Sofia, who was less than 2 months old, was pronounced dead at Denver Health Medical Center shortly after she arrived.
Denver Health data shows, in 2019, the average ambulance response time to the zip code where Sofia Barraza stopped breathing was less than six and a half minutes. In this case, it took 17 minutes for an ambulance to arrive. The 17 minutes is also nearly twice as long as the nine minute goal set in the contract between the city of Denver and Denver Health Medical Center.
“It’s sad. It’s horrible. Nobody wants this to happen,” said a spokesperson for Denver Health Paramedics.
According to dispatch reports, interviews and other data accessed by CBS4, Sofia Barraza’s mother, Janet Cruz, called 911 from her home on South Knox Court at 5:17 p.m. after she discovered her daughter was not breathing. The home is just more than three miles from Denver Health Medical Center and is typically about a nine minute drive from the hospital.
But, there were no ambulances at the hospital that could respond, according to hospital administrators.
Records show a Denver Fire department crew, from a station blocks away from the South Knox Court home, was on scene within four minutes. They performed CPR and attended to the infant, but are not equipped to transport patients.
So it would be another agonizing 13 minutes before a Denver Health ambulance arrived on scene.
Cruz, who is deaf, communicated with CBS4 through a sign language interpreter.
“I was scared to death. I didn’t want to lose her. She was my daughter,” said Cruz. “I was crying. I wanted my daughter to live, I didn’t want to lose her.”
Barraza had been working that day, but rushed home.
“I was scared. I didn’t want to lose my daughter,” said Barraza. “That time felt like forever, like an hour and a half just waiting for the ambulance to pull up.”
The Denver Health Paramedic Division explained that what happened that Friday afternoon was extraordinarily rare. They said on a typical Friday afternoon, they would have 20 ambulances around the city and perhaps 17 calls for ambulance service.

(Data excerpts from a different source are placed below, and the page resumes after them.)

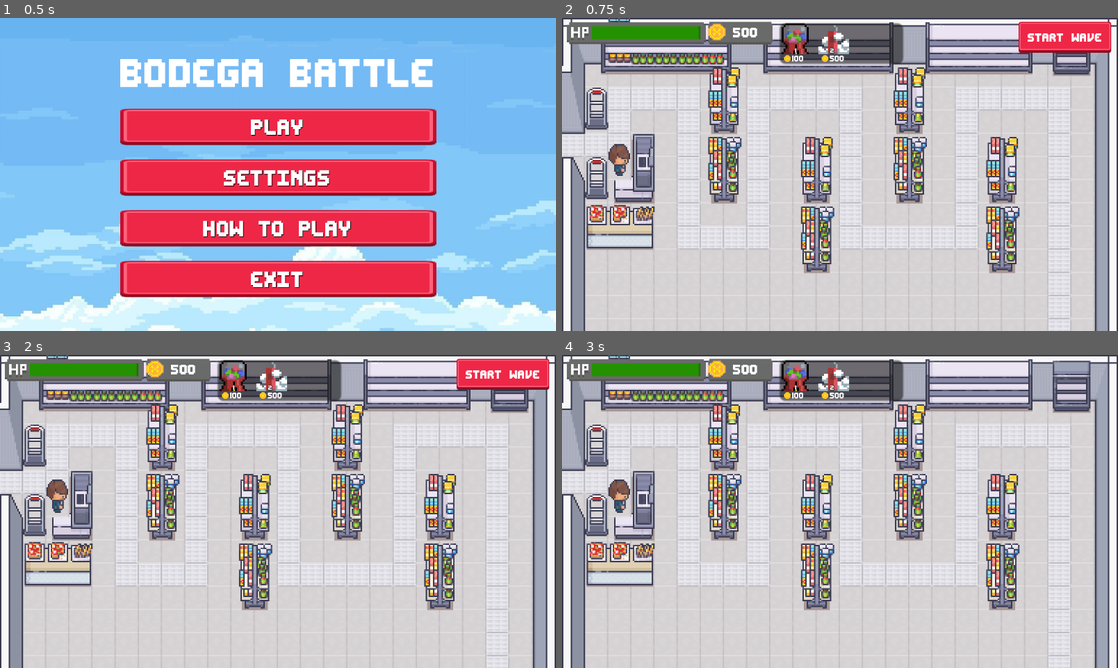
Above: before the commit, frames 1-4 (two rows, left to right).
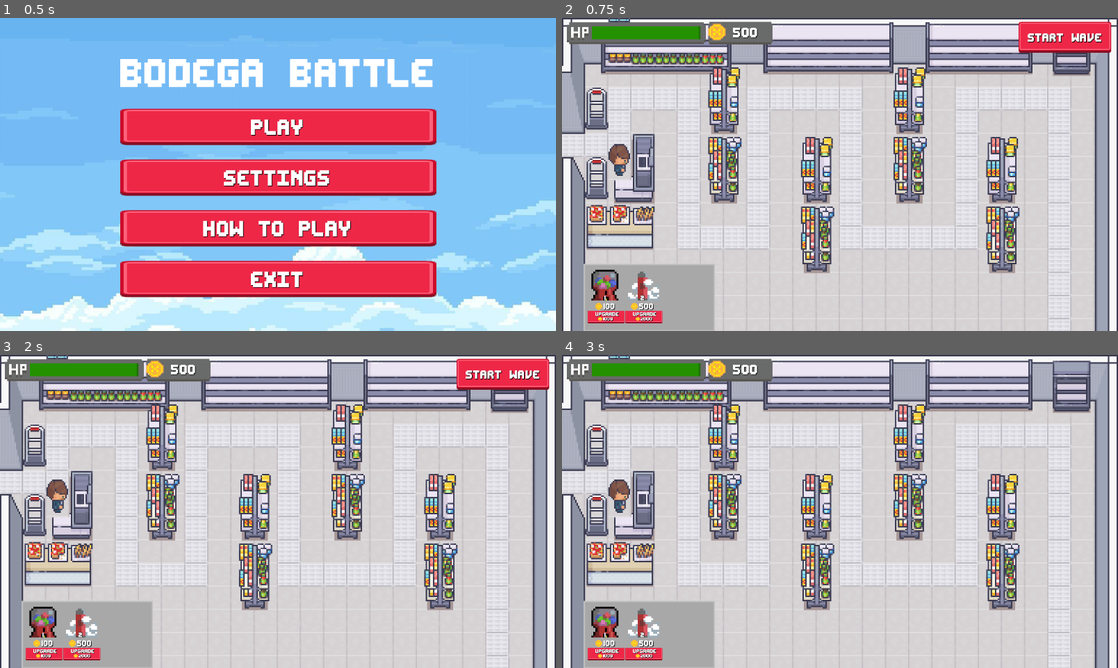
Above: after the commit, the same moments.

Repository: s27459-pj/bodega-battle
Game: Godot game, scene res://scene/scene_handler/scene_handler.tscn
The game is run twice, just before and just after one commit, with the same random seed, the same clock (stepped at 60 frames per second) and the same inputs.
Inputs (mouse positions are in pixels of both pictures, inside the frame that each line leads up to):
- Up to frame 1 (0.5 s): no input
- Up to frame 2 (0.75 s): click "PLAY" at 0.5 s
- Up to frame 3 (2 s): click (44, 652) at 1.25 s, where only the run after the commit has a clickable "Upgrade"
- Up to frame 4 (3 s): click (645, 652) at 2 s, where only the run after the commit has a clickable "Upgrade"; click "Start Wave" at 2.75 s

Frame 1 is identical in both runs. In frame 2, 8.0% of the frame differs, in the area x 3-98%, y 1-100%; in frame 3, 8.0%; in frame 4, 7.8%.

Commit message:
Add prep phase music + style turret menu

Diff:
--- a/objects/ui/prep_phase_ui/prep_phase_ui.gd
+++ b/objects/ui/prep_phase_ui/prep_phase_ui.gd
@@ -9,6 +9,10 @@
 	update_money(GlobalVars.money)
 
 func _on_start_wave_pressed():
+	var new_song = preload("res://assets/audio/music/the-wandering-samurai-344699.mp3")
+	var root_music_player = get_tree().root.get_node("SceneHandler/MusicPlayer")
+	root_music_player.stream = new_song
+	root_music_player.play()
 	get_parent().get_parent().start_wave()
 
 func update_money(value: int):
--- a/objects/ui/prep_phase_ui/prep_phase_ui.tscn
+++ b/objects/ui/prep_phase_ui/prep_phase_ui.tscn
@@ -39,6 +39,7 @@
 offset_bottom = 11.5
 grow_horizontal = 2
 grow_vertical = 2
+theme_override_colors/font_shadow_color = Color(0, 0, 0, 1)
 theme_override_fonts/font = ExtResource("2_8uefh")
 theme_override_font_sizes/font_size = 30
 text = "Start Wave"
@@ -49,6 +50,7 @@
 offset_top = 14.0
 offset_right = 397.0
 offset_bottom = 46.0
+theme_override_colors/font_shadow_color = Color(0, 0, 0, 1)
 theme_override_fonts/font = ExtResource("2_8uefh")
 theme_override_font_sizes/font_size = 35
 text = "100"
--- a/objects/ui/tower_placement/ui_tower_placement.gd
+++ b/objects/ui/tower_placement/ui_tower_placement.gd
@@ -23,6 +23,8 @@
 
 
 func _process(delta: float) -> void:
+	if get_viewport().gui_get_hovered_control() != null:
+		return
 	if build_mode:
 		update_tower_preview()
 
--- a/objects/ui/tower_placement/ui_tower_placement.tscn
+++ b/objects/ui/tower_placement/ui_tower_placement.tscn
@@ -1,10 +1,24 @@
-[gd_scene load_steps=6 format=3 uid="uid://c8qbv1nyqanfh"]
+[gd_scene load_steps=9 format=3 uid="uid://c8qbv1nyqanfh"]
 
 [ext_resource type="Texture2D" uid="uid://dyn7xm152kns2" path="res://assets/sprites/defences/gumball.png" id="1_71j57"]
 [ext_resource type="Script" uid="uid://ctfacorwqq5sm" path="res://objects/ui/tower_placement/ui_tower_placement.gd" id="1_wdltr"]
 [ext_resource type="Texture2D" uid="uid://y8x45fg7t2q2" path="res://assets/sprites/defences/buch.png" id="3_vy1mm"]
 [ext_resource type="FontFile" uid="uid://cuq6cgihu0i06" path="res://assets/UI/fonts/editundo.ttf" id="4_vxfcy"]
 [ext_resource type="Texture2D" uid="uid://tobhrn6baoar" path="res://assets/UI/other/vecteezy_pixel-art-play-button_8506353.png" id="5_mukki"]
+[ext_resource type="Texture2D" uid="uid://ylmf3f531jhh" path="res://assets/UI/button/button_rectangle_depth_flat.png" id="6_eo1td"]
+[ext_resource type="Texture2D" uid="uid://crpsobwbvnmo0" path="res://assets/UI/button/button_rectangle_depth_gradient.png" id="7_3tldr"]
+
+[sub_resource type="StyleBoxFlat" id="StyleBoxFlat_mukki"]
+bg_color = Color(0.65834, 0.65834, 0.65834, 1)
+border_width_left = 1
+border_width_top = 1
+border_width_right = 1
+border_width_bottom = 1
+border_blend = true
+expand_margin_left = 2.0
+expand_margin_top = 2.0
+expand_margin_right = 2.0
+expand_margin_bottom = 2.0
 
 [node name="UITowerPlacement" type="Node2D"]
 script = ExtResource("1_wdltr")
@@ -15,12 +29,14 @@
 anchor_top = 0.5
 anchor_right = 0.5
 anchor_bottom = 0.5
-offset_left = -10.0
-offset_right = 54.0
-offset_bottom = 21.0
+offset_left = -9.0
+offset_top = -22.0
+offset_right = 55.0
+offset_bottom = 9.0
 grow_horizontal = 2
 grow_vertical = 2
 scale = Vector2(4, 4)
+theme_override_styles/panel = SubResource("StyleBoxFlat_mukki")
 
 [node name="VBoxContainer" type="HBoxContainer" parent="PanelContainer"]
 layout_mode = 2
@@ -28,18 +44,19 @@
 [node name="GumTurretButton" type="TextureButton" parent="PanelContainer/VBoxContainer"]
 layout_mode = 2
 size_flags_horizontal = 4
+size_flags_vertical = 0
 texture_normal = ExtResource("1_71j57")
 
 [node name="VapeTurretButton" type="TextureButton" parent="PanelContainer/VBoxContainer"]
 layout_mode = 2
-size_flags_horizontal = 4
+size_flags_vertical = 0
 texture_normal = ExtResource("3_vy1mm")
 
 [node name="RichTextLabel_2" type="RichTextLabel" parent="."]
-offset_left = 95.0
-offset_top = 49.0
-offset_right = 104.0
-offset_bottom = 72.0
+offset_left = 101.0
+offset_top = 33.0
+offset_right = 110.0
+offset_bottom = 56.0
 size_flags_vertical = 0
 theme_override_colors/font_outline_color = Color(0.165656, 0.165656, 0.165656, 1)
 theme_override_constants/outline_size = 4
@@ -48,10 +65,10 @@
 fit_content = true
 
 [node name="RichTextLabel_1" type="RichTextLabel" parent="."]
-offset_left = 22.0
-offset_top = 49.0
-offset_right = 26.0
-offset_bottom = 72.0
+offset_left = 26.0
+offset_top = 33.0
+offset_right = 30.0
+offset_bottom = 56.0
 size_flags_vertical = 0
 theme_override_colors/font_outline_color = Color(0.165656, 0.165656, 0.165656, 1)
 theme_override_constants/outline_size = 4
@@ -59,11 +76,27 @@
 text = "1"
 fit_content = true
 
+[node name="MoneyLabel2" type="Label" parent="."]
+offset_left = 98.0
+offset_top = 49.0
+offset_right = 128.0
+offset_bottom = 67.0
+theme_override_colors/font_shadow_color = Color(0, 0, 0, 1)
+theme_override_fonts/font = ExtResource("4_vxfcy")
+theme_override_font_sizes/font_size = 20
+text = "500"
+
+[node name="Sprite2D" type="Sprite2D" parent="MoneyLabel2"]
+position = Vector2(-10, 9)
+scale = Vector2(0.007, 0.007)
+texture = ExtResource("5_mukki")
+
 [node name="MoneyLabel" type="Label" parent="."]
-offset_left = 16.0
-offset_top = 64.0
-offset_right = 40.0
-offset_bottom = 82.0
+offset_left = 24.0
+offset_top = 49.0
+offset_right = 48.0
+offset_bottom = 67.0
+theme_override_colors/font_shadow_color = Color(0, 0, 0, 1)
 theme_override_fonts/font = ExtResource("4_vxfcy")
 theme_override_font_sizes/font_size = 20
 text = "100"
@@ -73,15 +106,88 @@
 scale = Vector2(0.007, 0.007)
 texture = ExtResource("5_mukki")
 
-[node name="MoneyLabel" type="Label" parent="MoneyLabel"]
-offset_left = 78.0
-offset_right = 108.0
-offset_bottom = 18.0
+[node name="Upgrade_gum" type="TextureButton" parent="."]
+offset_left = -9.0
+offset_top = 67.0
+offset_right = 184.0
+offset_bottom = 131.0
+scale = Vector2(0.4, 0.4)
+texture_normal = ExtResource("6_eo1td")
+texture_pressed = ExtResource("7_3tldr")
+
+[node name="Label" type="Label" parent="Upgrade_gum"]
+layout_mode = 1
+anchors_preset = 8
+anchor_left = 0.5
+anchor_top = 0.5
+anchor_right = 0.5
+anchor_bottom = 0.5
+offset_left = -57.0
+offset_top = -30.0
+offset_right = 66.0
+offset_bottom = 2.0
+grow_horizontal = 2
+grow_vertical = 2
+theme_override_colors/font_shadow_color = Color(0, 0, 0, 1)
+theme_override_fonts/font = ExtResource("4_vxfcy")
+theme_override_font_sizes/font_size = 35
+text = "Upgrade"
+
+[node name="MoneyLabel3" type="Label" parent="Upgrade_gum"]
+offset_left = 80.0
+offset_top = 30.0
+offset_right = 115.0
+offset_bottom = 48.0
+scale = Vector2(1.53334, 1.4)
+theme_override_colors/font_shadow_color = Color(0, 0, 0, 1)
 theme_override_fonts/font = ExtResource("4_vxfcy")
 theme_override_font_sizes/font_size = 20
-text = "500"
+text = "1000"
 
-[node name="Sprite2D" type="Sprite2D" parent="MoneyLabel/MoneyLabel"]
+[node name="Sprite2D" type="Sprite2D" parent="Upgrade_gum/MoneyLabel3"]
+position = Vector2(-10, 9)
+scale = Vector2(0.007, 0.007)
+texture = ExtResource("5_mukki")
+
+[node name="Upgrade_vape" type="TextureButton" parent="."]
+offset_left = 69.0
+offset_top = 67.0
+offset_right = 262.0
+offset_bottom = 131.0
+scale = Vector2(0.4, 0.4)
+texture_normal = ExtResource("6_eo1td")
+texture_pressed = ExtResource("7_3tldr")
+
+[node name="Label" type="Label" parent="Upgrade_vape"]
+layout_mode = 1
+anchors_preset = 8
+anchor_left = 0.5
+anchor_top = 0.5
+anchor_right = 0.5
+anchor_bottom = 0.5
+offset_left = -57.0
+offset_top = -30.0
+offset_right = 66.0
+offset_bottom = 2.0
+grow_horizontal = 2
+grow_vertical = 2
+theme_override_colors/font_shadow_color = Color(0, 0, 0, 1)
+theme_override_fonts/font = ExtResource("4_vxfcy")
+theme_override_font_sizes/font_size = 35
+text = "Upgrade"
+
+[node name="MoneyLabel3" type="Label" parent="Upgrade_vape"]
+offset_left = 80.0
+offset_top = 30.0
+offset_right = 115.0
+offset_bottom = 48.0
+scale = Vector2(1.53334, 1.4)
+theme_override_colors/font_shadow_color = Color(0, 0, 0, 1)
+theme_override_fonts/font = ExtResource("4_vxfcy")
+theme_override_font_sizes/font_size = 20
+text = "2000"
+
+[node name="Sprite2D" type="Sprite2D" parent="Upgrade_vape/MoneyLabel3"]
 position = Vector2(-10, 9)
 scale = Vector2(0.007, 0.007)
 texture = ExtResource("5_mukki")
--- a/scene/level_main/GameScene.tscn
+++ b/scene/level_main/GameScene.tscn
@@ -28,7 +28,7 @@
 [node name="TowerPlacementOverlay" parent="UI" instance=ExtResource("5_yl6u3")]
 
 [node name="TowerPlacement" parent="UI" node_paths=PackedStringArray("overlay", "level") instance=ExtResource("5_ylvg0")]
-position = Vector2(461, 11)
+position = Vector2(62, 539)
 overlay = NodePath("../TowerPlacementOverlay")
 level = NodePath("../../LevelMain")
 
--- a/scene/scene_handler/scene_handler.gd
+++ b/scene/scene_handler/scene_handler.gd
@@ -31,7 +31,7 @@
 	load_new_game()
 
 func load_new_game():
-	var new_song = preload("res://assets/audio/music/the-wandering-samurai-344699.mp3")
+	var new_song = preload("res://assets/audio/music/pixelated-dreams-328537.mp3")
 	$MusicPlayer.stream = new_song
 	$MusicPlayer.play()
 	game_scene_node = load("res://scene/level_main/GameScene.tscn").instantiate()
Not shown, added: assets/audio/music/pixelated-dreams-328537.mp3.import
Not shown, changed: README.md
Not shown, added: assets/audio/music/pixelated-dreams-328537.mp3

However, they said from 4 p.m. to 5 p.m. that afternoon, there were 28 calls for ambulances. Combine that with heavy traffic around Denver, and they called it “a perfect storm” that led to an overtaxed ambulance system that could not keep up.
“Nobody wants this to happen,” said the paramedic division spokesperson.
He said the paramedic division “struggled” with response times in 2019, and did not meet compliance goals, but the Barraza case stands out as one of the longest delays.
On Dec. 20, with no Denver paramedic ambulances available, a private ambulance was initially scrambled and sent toward the infant cardiac arrest call. When it was near the Barraza home, another emergency call came in, and the private ambulance was diverted to that call.
A Denver Health ambulance – which was then about five miles away – was then dispatched to the South Knox Court address at 5:27 p.m., adding to the delay.
An autopsy report for Sofia Barraza by the Denver Coroner’s Office concluded, “It appears, most likely, the baby died from her underlying genetic condition. The exact mechanism is unclear, but could be related to apnea or possibly seizures.”
Still aching from his daughter’s death, Barraza told CBS4, “I hope they don’t do this to someone else. I hope they get it back on track the way it’s supposed to be.”
Denver Health says it has made a number of changes with scheduling and logistics to try to prevent any more delays like in the case of Sofia Barraza.